(Records contained in a dataset)

——————————

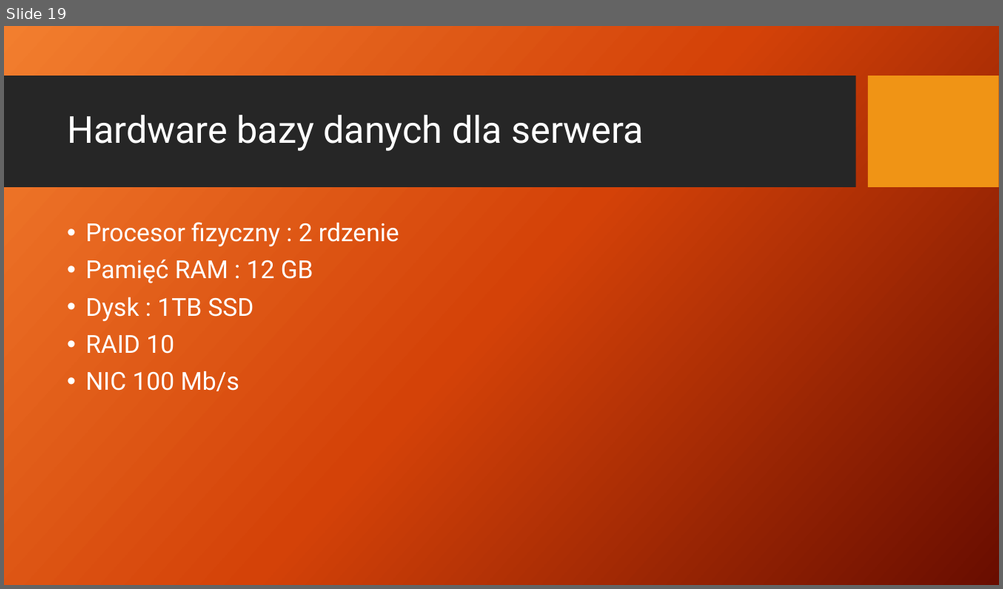
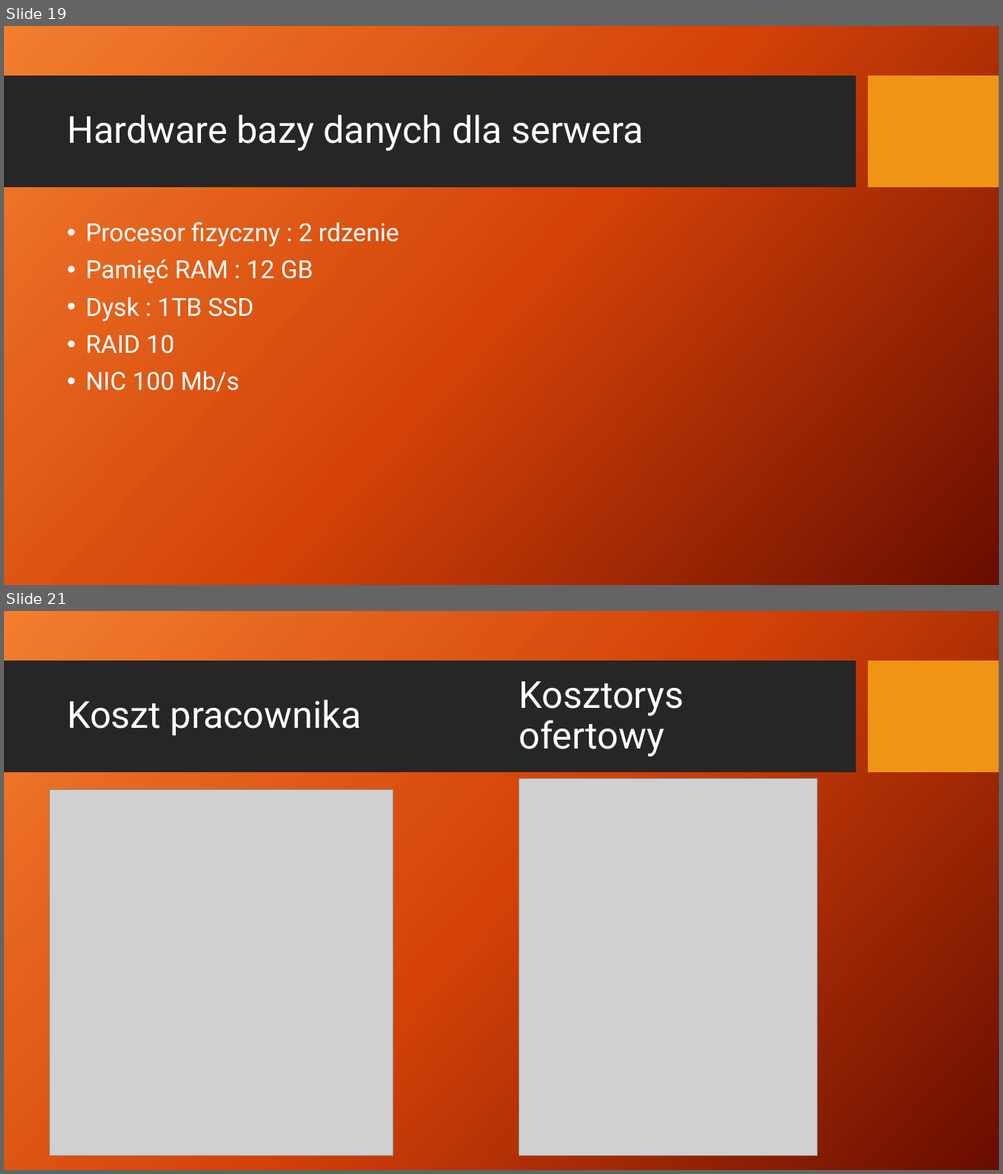
Before and after one commit to rudnickirobert/KWZP2021, a slide deck: Prezentacja.pptx. Shown one above the other, each under a label of ours: slide 19 before the commit, slides 19 and 21 after it; the slides between them are not shown. The pictures are 1003x589 and 1003x1174 pixels, drawn with LibreOffice and Linux fonts; fonts in the diff are those of the drawing; grey boxes stand for pictures; background and template pictures are left out. Boxes give left, top, right and bottom in pixels: in the first picture for what was removed or moved away, otherwise in the second. Text is boxed around its words. In the diff, an @@ line names an element or a change of style, - is before the commit and + after.

```diff
--- a/Prezentacja.pptx
+++ b/Prezentacja.pptx
@@ slide 21 added at box(4, 611, 999, 1170), background picture (left out); not listed: 2 template elements that a slide beside it also shows @@
@@ text added at box(518, 681, 683, 757), 36 pt, text #FFFFFF @@
+Kosztorys ofertowy
@@ title added at box(67, 700, 361, 736), 36 pt, text #FFFFFF @@
+Koszt pracownika
@@ picture added at box(519, 778, 817, 1156) @@
@@ picture added at box(50, 789, 393, 1156) @@
```
Also in this commit, not shown: 3 other slides added.

——————————

Could you print the data exactly as it appears and keep the pictures out?

> **Task solution**:
Before and after one commit to rudnickirobert/KWZP2021, a slide deck: Prezentacja.pptx. Shown one above the other, each under a label of ours: slide 19 before the commit, slides 19 and 21 after it; the slides between them are not shown. The pictures are 1003x589 and 1003x1174 pixels, drawn with LibreOffice and Linux fonts; fonts in the diff are those of the drawing; grey boxes stand for pictures; background and template pictures are left out. Boxes give left, top, right and bottom in pixels: in the first picture for what was removed or moved away, otherwise in the second. Text is boxed around its words. In the diff, an @@ line names an element or a change of style, - is before the commit and + after.

```diff
--- a/Prezentacja.pptx
+++ b/Prezentacja.pptx
@@ slide 21 added at box(4, 611, 999, 1170), background picture (left out); not listed: 2 template elements that a slide beside it also shows @@
@@ text added at box(518, 681, 683, 757), 36 pt, text #FFFFFF @@
+Kosztorys ofertowy
@@ title added at box(67, 700, 361, 736), 36 pt, text #FFFFFF @@
+Koszt pracownika
@@ picture added at box(519, 778, 817, 1156) @@
@@ picture added at box(50, 789, 393, 1156) @@
```
Also in this commit, not shown: 3 other slides added.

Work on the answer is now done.